Senior DevOps Engineer Interview Q&A


Introduction and Background

Q: Tell me about yourself, and which projects you worked on, and what are the roles and responsibilities?

A: I'm a senior DevOps engineer with 7+ years of experience across AWS and GCP environments. I've specialized in building and optimizing cloud infrastructure, CI/CD pipelines, and observability solutions. Most recently, I led the cloud migration for FinTech Corp, moving their legacy application to a microservices architecture on AWS EKS. I designed the Terraform modules for network infrastructure, implemented GitOps with ArgoCD, and built observability using Prometheus and Grafana. Prior to that, I worked at TechSolutions Inc. where I managed multi-region Kubernetes clusters on GCP, implemented infrastructure as code using Terraform, and created automated deployment pipelines with GitHub Actions. My core responsibilities have included:

  • Architecting and managing cloud infrastructure on AWS/GCP
  • Implementing IaC with Terraform for reproducible environments
  • Building robust CI/CD pipelines with GitHub Actions and ArgoCD
  • Setting up monitoring and alerting with Prometheus, Grafana, and Datadog
  • Automating security scanning with SonarQube and OWASP tools
  • Troubleshooting and resolving production incidents
Technical Questions 

  Q: How do you migrate a legacy monolith application to microservices? What is the process you followed? 

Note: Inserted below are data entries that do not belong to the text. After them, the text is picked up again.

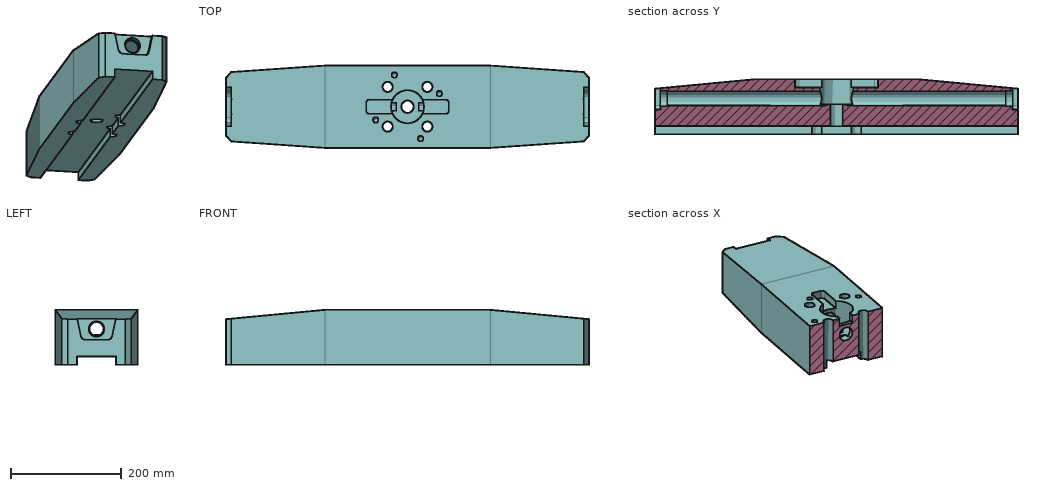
import math

import cadquery as cq

LENGTH = 660.0
WIDTH = 150.0
HEIGHT = 100.0
MID_LENGTH = 300.0
END_WIDTH = 125.0
END_HEIGHT = 83.0
END_CHAMFER = 10.0

CHANNEL_WIDTH = 70.0
CHANNEL_HEIGHT = 15.0

RECESS_DEPTH = 10.0
RECESS_MOUTH_WIDTH = 70.0
RECESS_FLOOR_Z = 45.0
RECESS_SIDE_ANGLE = 12.0
RECESS_RADIUS = 10.0

AXIAL_Z = 65.0
AXIAL_BORE_DIAMETER = 25.5
AXIAL_BORE_STOP = 20.0
AXIAL_COUNTERBORE_DIAMETER = 28.0
AXIAL_COUNTERBORE_DEPTH = 13.0

POCKET_DIAMETER = 60.0
POCKET_FLOOR_Z = 54.5
CENTRE_HOLE_DIAMETER = 22.0
SLOT_LENGTH = 150.0
SLOT_WIDTH = 26.0
SLOT_DEPTH = 15.0
SLOT_CORNER_RADIUS = 6.0

BOLT_CIRCLE_RADIUS = 51.0
BOLT_HOLE_DIAMETER = 18.0
BOLT_START_ANGLE = 45.0
DRILLED_CIRCLE_RADIUS = 62.5
DRILLED_HOLE_DIAMETER = 10.0
DRILLED_HOLE_DEPTH = 20.0
DRILLED_START_ANGLE = 22.5
DRILL_POINT_ANGLE = 118.0
HOLES_PER_CIRCLE = 4

HALF_LENGTH = LENGTH / 2
HALF_WIDTH = WIDTH / 2
HALF_MID = MID_LENGTH / 2
END_HALF_WIDTH = END_WIDTH / 2


def make_body():
    """Bar tapered at both ends: the side profile and the plan outline intersected."""
    profile = (
        cq.Workplane("XZ")
        .polyline([
            (-HALF_LENGTH, 0),
            (HALF_LENGTH, 0),
            (HALF_LENGTH, END_HEIGHT),
            (HALF_MID, HEIGHT),
            (-HALF_MID, HEIGHT),
            (-HALF_LENGTH, END_HEIGHT),
        ])
        .close()
        .extrude(HALF_WIDTH, both=True)
    )
    plan = (
        cq.Workplane("XY")
        .polyline([
            (-HALF_LENGTH, -END_HALF_WIDTH),
            (-HALF_MID, -HALF_WIDTH),
            (HALF_MID, -HALF_WIDTH),
            (HALF_LENGTH, -END_HALF_WIDTH),
            (HALF_LENGTH, END_HALF_WIDTH),
            (HALF_MID, HALF_WIDTH),
            (-HALF_MID, HALF_WIDTH),
            (-HALF_LENGTH, END_HALF_WIDTH),
        ])
        .close()
        .extrude(HEIGHT)
    )
    for end_face in ("<X", ">X"):
        plan = plan.faces(end_face).edges("|Z").chamfer(END_CHAMFER)
    return profile.intersect(plan)


def make_channel():
    return cq.Workplane("XY").box(LENGTH, CHANNEL_WIDTH, CHANNEL_HEIGHT, centered=(True, True, False))


def make_end_recess(start_x):
    """Trapezoidal cutter, open at the top, reaching RECESS_DEPTH along +X from start_x."""
    side_slope = math.tan(math.radians(RECESS_SIDE_ANGLE))
    floor_half = RECESS_MOUTH_WIDTH / 2 - (END_HEIGHT - RECESS_FLOOR_Z) * side_slope
    top_half = floor_half + (HEIGHT - RECESS_FLOOR_Z) * side_slope
    return (
        cq.Workplane("YZ", origin=(start_x, 0, 0))
        .polyline([
            (-floor_half, RECESS_FLOOR_Z),
            (floor_half, RECESS_FLOOR_Z),
            (top_half, HEIGHT),
            (-top_half, HEIGHT),
        ])
        .close()
        .extrude(RECESS_DEPTH)
        .edges("|X and <Z")
        .fillet(RECESS_RADIUS)
    )


def make_axial_cylinder(diameter, start_x, end_x):
    return (
        cq.Workplane("YZ", origin=(start_x, 0, AXIAL_Z))
        .circle(diameter / 2)
        .extrude(end_x - start_x)
    )


def make_axial_bores():
    """Counterbored bores from both end recesses, ending just inside the centre pocket."""
    counterbore_end = HALF_LENGTH - RECESS_DEPTH - AXIAL_COUNTERBORE_DEPTH
    bore = make_axial_cylinder(AXIAL_BORE_DIAMETER, AXIAL_BORE_STOP, HALF_LENGTH)
    counterbore = make_axial_cylinder(AXIAL_COUNTERBORE_DIAMETER, counterbore_end, HALF_LENGTH)
    right_side = bore.union(counterbore)
    return right_side.union(right_side.mirror("YZ"))


def make_centre_pocket():
    """Round pocket with a shallow crossing slot above and a through hole below."""
    pocket = (
        cq.Workplane("XY", origin=(0, 0, POCKET_FLOOR_Z))
        .circle(POCKET_DIAMETER / 2)
        .extrude(HEIGHT - POCKET_FLOOR_Z)
    )
    slot = (
        cq.Workplane("XY", origin=(0, 0, HEIGHT - SLOT_DEPTH))
        .rect(SLOT_LENGTH, SLOT_WIDTH)
        .extrude(SLOT_DEPTH)
        .edges("|Z")
        .fillet(SLOT_CORNER_RADIUS)
    )
    hole = cq.Workplane("XY").circle(CENTRE_HOLE_DIAMETER / 2).extrude(HEIGHT)
    return pocket.union(slot).union(hole)


def make_bolt_holes():
    return (
        cq.Workplane("XY")
        .polarArray(BOLT_CIRCLE_RADIUS, BOLT_START_ANGLE, 360, HOLES_PER_CIRCLE)
        .circle(BOLT_HOLE_DIAMETER / 2)
        .extrude(HEIGHT)
    )


def make_drilled_holes():
    """Blind holes with conical drill points."""
    radius = DRILLED_HOLE_DIAMETER / 2
    shoulder_z = HEIGHT - DRILLED_HOLE_DEPTH
    point_z = shoulder_z - radius / math.tan(math.radians(DRILL_POINT_ANGLE / 2))
    drill = (
        cq.Workplane("XZ")
        .polyline([(0, point_z), (radius, shoulder_z), (radius, HEIGHT), (0, HEIGHT)])
        .close()
        .revolve(360, (0, 0), (0, 1))
        .translate((DRILLED_CIRCLE_RADIUS, 0, 0))
    )
    holes = cq.Workplane("XY")
    for index in range(HOLES_PER_CIRCLE):
        angle = DRILLED_START_ANGLE + index * 360 / HOLES_PER_CIRCLE
        holes = holes.add(drill.rotate((0, 0, 0), (0, 0, 1), angle))
    return holes.combine()


result = make_body().cut(make_channel())
for recess_start in (-HALF_LENGTH, HALF_LENGTH - RECESS_DEPTH):
    result = result.cut(make_end_recess(recess_start))
result = result.cut(make_axial_bores())
result = result.cut(make_centre_pocket())
result = result.cut(make_bolt_holes())
result = result.cut(make_drilled_holes())

 A: For migrating a legacy monolith to microservices, I follow a structured approach:

  1. Assessment and Planning:
    • Analyze the monolith's codebase and dependencies
    • Identify bounded contexts that can become independent services
    • Create a migration roadmap with clear milestones
  2. Implement Strangler Pattern:
    • Place API gateway in front of the monolith
    • Gradually redirect traffic to new microservices
    • Keep the monolith running until fully replaced
  3. Database Decoupling:
    • Identify data ownership boundaries
    • Implement CDC (Change Data Capture) for transition period
    • Create service-specific databases or schemas
  4. Infrastructure Preparation:
    • Set up Kubernetes clusters with proper resource allocation
    • Implement service mesh for communication (Istio/Linkerd)
    • Configure CI/CD pipelines for each microservice
  5. Incremental Migration:
    • Start with least critical, least connected components
    • Implement feature flags for risk management
    • Run parallel testing between old and new implementations
  6. Observability Integration:
    • Implement distributed tracing across services
    • Set up centralized logging and monitoring
    • Create service-specific dashboards and alerts
  7. Post-Migration Optimization:
    • Remove deprecated monolith components
    • Optimize resource allocation and scaling policies
    • Document architecture and operational procedures
Q: If a production server went down, what actions would you take? 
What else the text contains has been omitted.